Assyria was a land power for sure, which means that its power was at its roots based on agricultural production. As both an agrarian society and a highly militarized state, Iron Age Assyria is not the type of society where one would expect to find much independent thought or innovation in the civilian sector. This is partly true. Few pieces of Assyrian agricultural technology were new. Most were adapted from surrounding cultures. But some great agricultural innovations and feats of engineering did arise.

Modern day farmer’s fields along the Tigris River near Diyarbakır, Turkey.

The heart of ancient Assyria was situated along the Tigris River, in what is now northern Iraq. The Two Rivers were vital to farming in what would otherwise be a desert, but they also carry six times the silt of the Nile River. This means that their river beds are shallower and fill up faster, and therefore the rivers change courses more often. They also flow faster, and the Tigris flows even faster than the Euphrates. While the Nile flooded regularly and predictably and gently inundated Egypt’s fields every year, the shallow beds, fast rate of flow and heavy silt load meant that the Tigris and Euphrates were prone to violent, unpredictable floods that spilled over their banks and washed away fields rather than replenished them.[1]

As a result, systems of levees and canals were built in Mesopotamia from as early as Sumerian times. Canals were used to trap water, which could then be used to irrigate fields. There were no sluice gates to control the water flow, rather, fields were flooded by digging through the canal wall to flood the field, and then shoveling mud into the breach to seal it back up again once the desired amount of water had come through.This meant that each farmer’s field had to directly border a canal. As a result, complex canal systems sprung up everywhere people lived in Mesopotamia. Maintaining the canals was a major duty of government. The nation’s food supply depended on it.

Flood irrigation from canals is still used by many farmers in modern Iraq.

Rivers flooded in the spring as mountaintop snows melted at the sources of the rivers. Canal breaching was done at this time on fallow fields to prepare them for planting. The fields would then be plowed in autumn after a rain. If there were no rains, more irrigation was required. Once the field had dried out enough so that the ground was not wet, but before it was rock hard, it was ready to be plowed.

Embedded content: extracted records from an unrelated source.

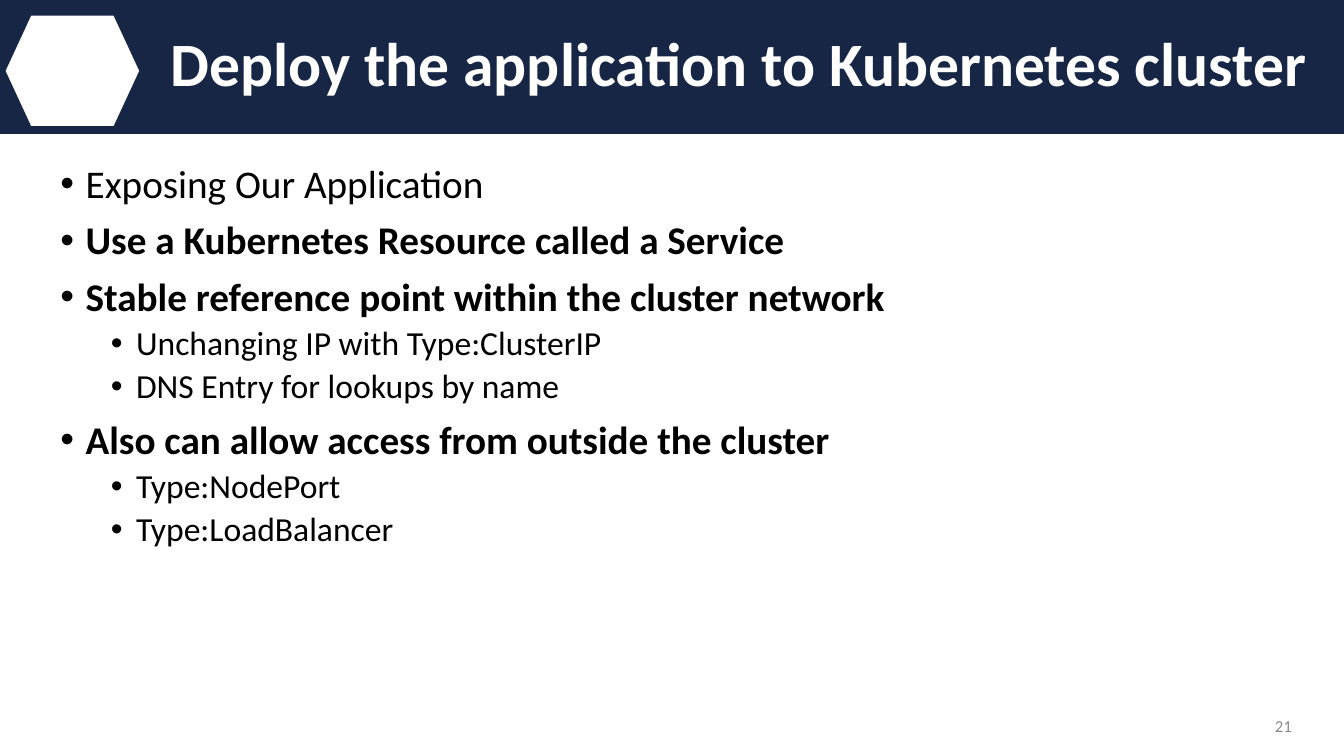
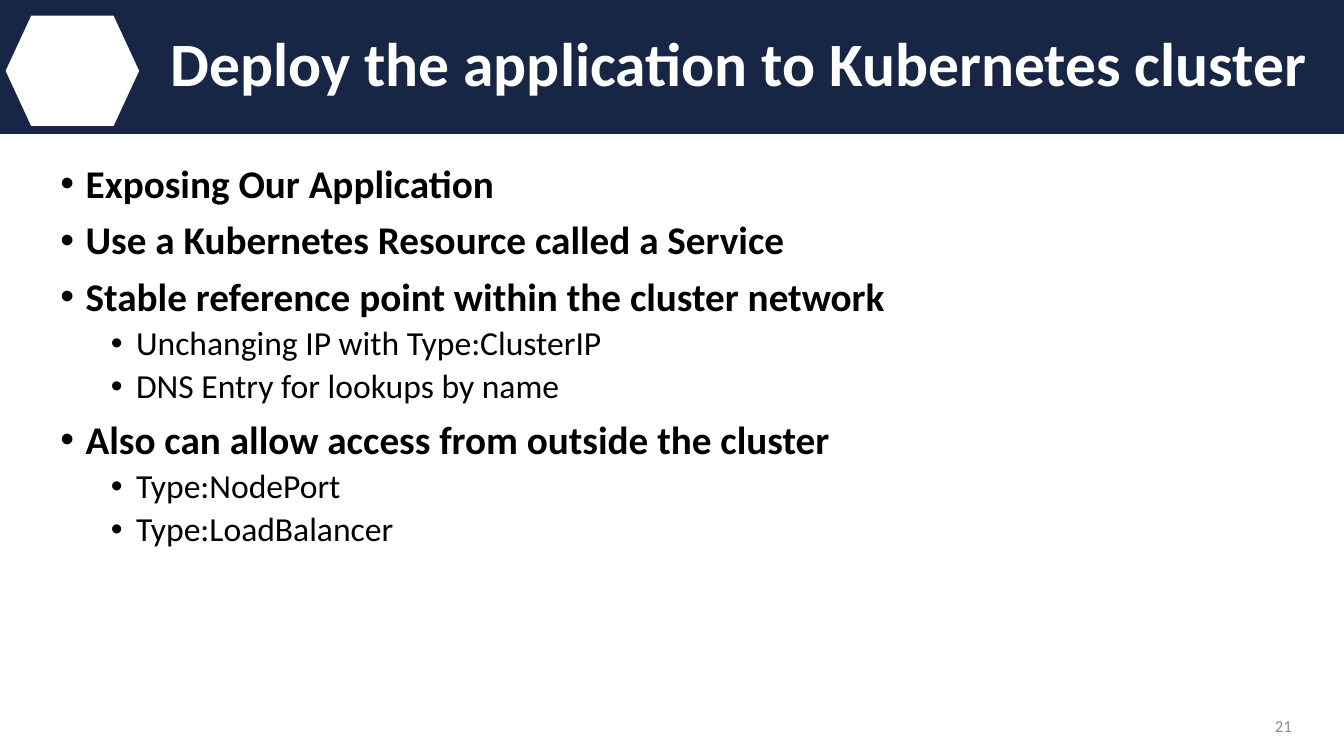
Before and after one commit to IBM/kube101, a slide deck: slide 21 of presentation/meetup.pptx. Drawn at 1344x756 pixels with LibreOffice and Linux fonts; fonts in the diff are those of the drawing; background and template pictures are left out. Boxes give left, top, right and bottom in pixels: in the first picture for what was removed or moved away, otherwise in the second. Text is boxed around its words. In the diff, an @@ line names an element or a change of style, - is before the commit and + after.

```diff
--- a/presentation/meetup.pptx
+++ b/presentation/meetup.pptx
@@ text at [86,170,494,205]: bold on in "Exposing Our Application" @@
```
Also in this commit, not shown: 1 other slide changed, 3 other files.

Plowing was done with oxen, typically four to a plow. The soil was tough enough that the plow required three or more passes for the point to break up the soil create a good furrow. It took three men to work a plow team, to guide the oxen and hold down the plow handles. There was no steering mechanism on plows or any wheels. Once the end of the furrow was reached, the oxen had to be unhitched and the plow turned around, and the oxen re-hitched and the process begun again in the other direction.

A plow team in Egypt’s Old Kingdom. Assyrian plow teams 2,000 years later would not look much different.

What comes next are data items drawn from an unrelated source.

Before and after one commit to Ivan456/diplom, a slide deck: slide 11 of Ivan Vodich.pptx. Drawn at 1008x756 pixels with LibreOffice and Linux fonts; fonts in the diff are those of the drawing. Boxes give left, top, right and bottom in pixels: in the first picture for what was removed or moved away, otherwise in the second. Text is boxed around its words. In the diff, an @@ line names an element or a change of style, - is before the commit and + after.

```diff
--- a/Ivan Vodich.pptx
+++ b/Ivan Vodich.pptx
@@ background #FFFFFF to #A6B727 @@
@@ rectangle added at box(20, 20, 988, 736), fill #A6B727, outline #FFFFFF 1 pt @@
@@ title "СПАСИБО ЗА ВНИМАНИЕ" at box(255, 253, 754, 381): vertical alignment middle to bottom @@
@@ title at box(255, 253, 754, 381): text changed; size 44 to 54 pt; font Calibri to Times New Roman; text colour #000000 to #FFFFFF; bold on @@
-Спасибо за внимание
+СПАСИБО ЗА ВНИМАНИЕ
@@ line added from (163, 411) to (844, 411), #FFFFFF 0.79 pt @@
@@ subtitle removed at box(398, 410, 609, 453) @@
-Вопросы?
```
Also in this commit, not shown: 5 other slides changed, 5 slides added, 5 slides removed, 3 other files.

At the end of this laborious process came the seeding, usually done in October. Barley was by far the most common crop. Wheat, emmer, millet, flax and onions were also grown in the fields. Seeding could be done by hand, but from the mid 2nd millennium BC mechanical seeders started to appear. These tools resembled plows pulled by oxen, but with a very small blade. Above the blade was a hopper, which fed a chute that ran down behind the blade. As the seeder moved forwards, seed was deposited into the furrows.

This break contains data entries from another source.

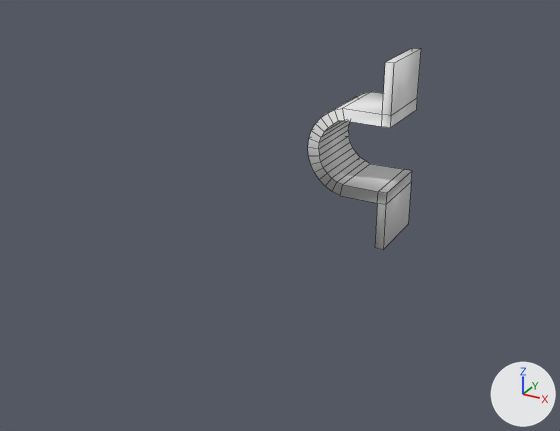
Renders of the Blender file SourceAssets/Environments/Subway/Props/Pipe_1.blend from each side of a commit.
Both versions are drawn from a 50 mm camera at (17.7, -44.2, 15.6) aimed at (-4.2, -4.3, -4.3). The lights are fixed; the arrows at lower right show +X, +Y and +Z. The first picture is the older version. Mesh edges are drawn as thin lines.

The first picture shows 'Clamp'.
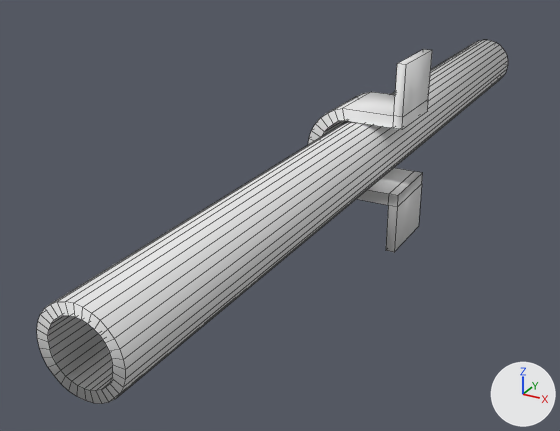
Edits to the bpy script that builds the scene:
```text
Change me_cube_001:
    used by ob_clamp; location = (0.0, 0.0, 0.0)
    remove me_cube_001.from_pydata(...)  # 84 vertices, 82 faces; spans x -3.27..2.17, y -2.43..2.09, z -6.08..5.77
    add me_cube_001.from_pydata(...)  # 84 vertices, 82 faces; spans x -3.27..2.89, y -2.43..2.09, z -6.08..5.77
    me_cube_001 part 1: all 12 vertices in x 1.6..2.17, y -2.43..2.09, z 1.9..5.77 are moved by (0.72, 0.0, 0.0)
    me_cube_001 part 2: all 12 vertices in x 1.6..2.17, y -2.43..2.09, z -6.08..-2.24 are moved by (0.72, 0.0, 0.0)
Change ob_pipe:
    remove ob_pipe.hide_set(True)
```

What differs and where, as boxes (x1, y1, x2, y2) in the pictures (560 x 431 px; the box of a moved part takes in the faces that stretch with it):
'Pipe', shown
    after: (37, 40, 508, 404)
'Clamp', reshaped (10% wider)
    before: (308, 48, 421, 250)
    after: (308, 49, 432, 252)
part 1 of me_cube_001, moved or reshaped
    before: (343, 48, 421, 128)
    after: (343, 49, 432, 130)
part 2 of me_cube_001, moved or reshaped
    before: (340, 164, 412, 250)
    after: (357, 168, 423, 252)

Drawing of a relief from Mesopotamia, c. 1500 BC, showing a mechanical seeder. b) indicates the seed hopper while a) indicates the chute.

Once the field had been seeded, it was flooded again up to the height of the furrows. The water leached away salts from the soil on sides of the furrows. The field could be watered several more times during the winter, once a month in January, February and March.

While large waterings were conducted by breaking and rebuilding the canal wall, this was time-consuming and back-breaking labor. Smaller scale watering and the watering of shade gardens was done with a shaduf, a simple counterweight crane used to dip a bucket into a canal or river and lift it up to a field or garden. The shaduf had been in use in the Near East and Egypt for thousands of years as a basic tool of farming.

An Egyptian Shaduf used to water a garden. From the Tomb of Ipuy at Deir-el-Medina, reign of Rameses II, mid 13th century BC. Assyrian shadufs would have been virtually identical.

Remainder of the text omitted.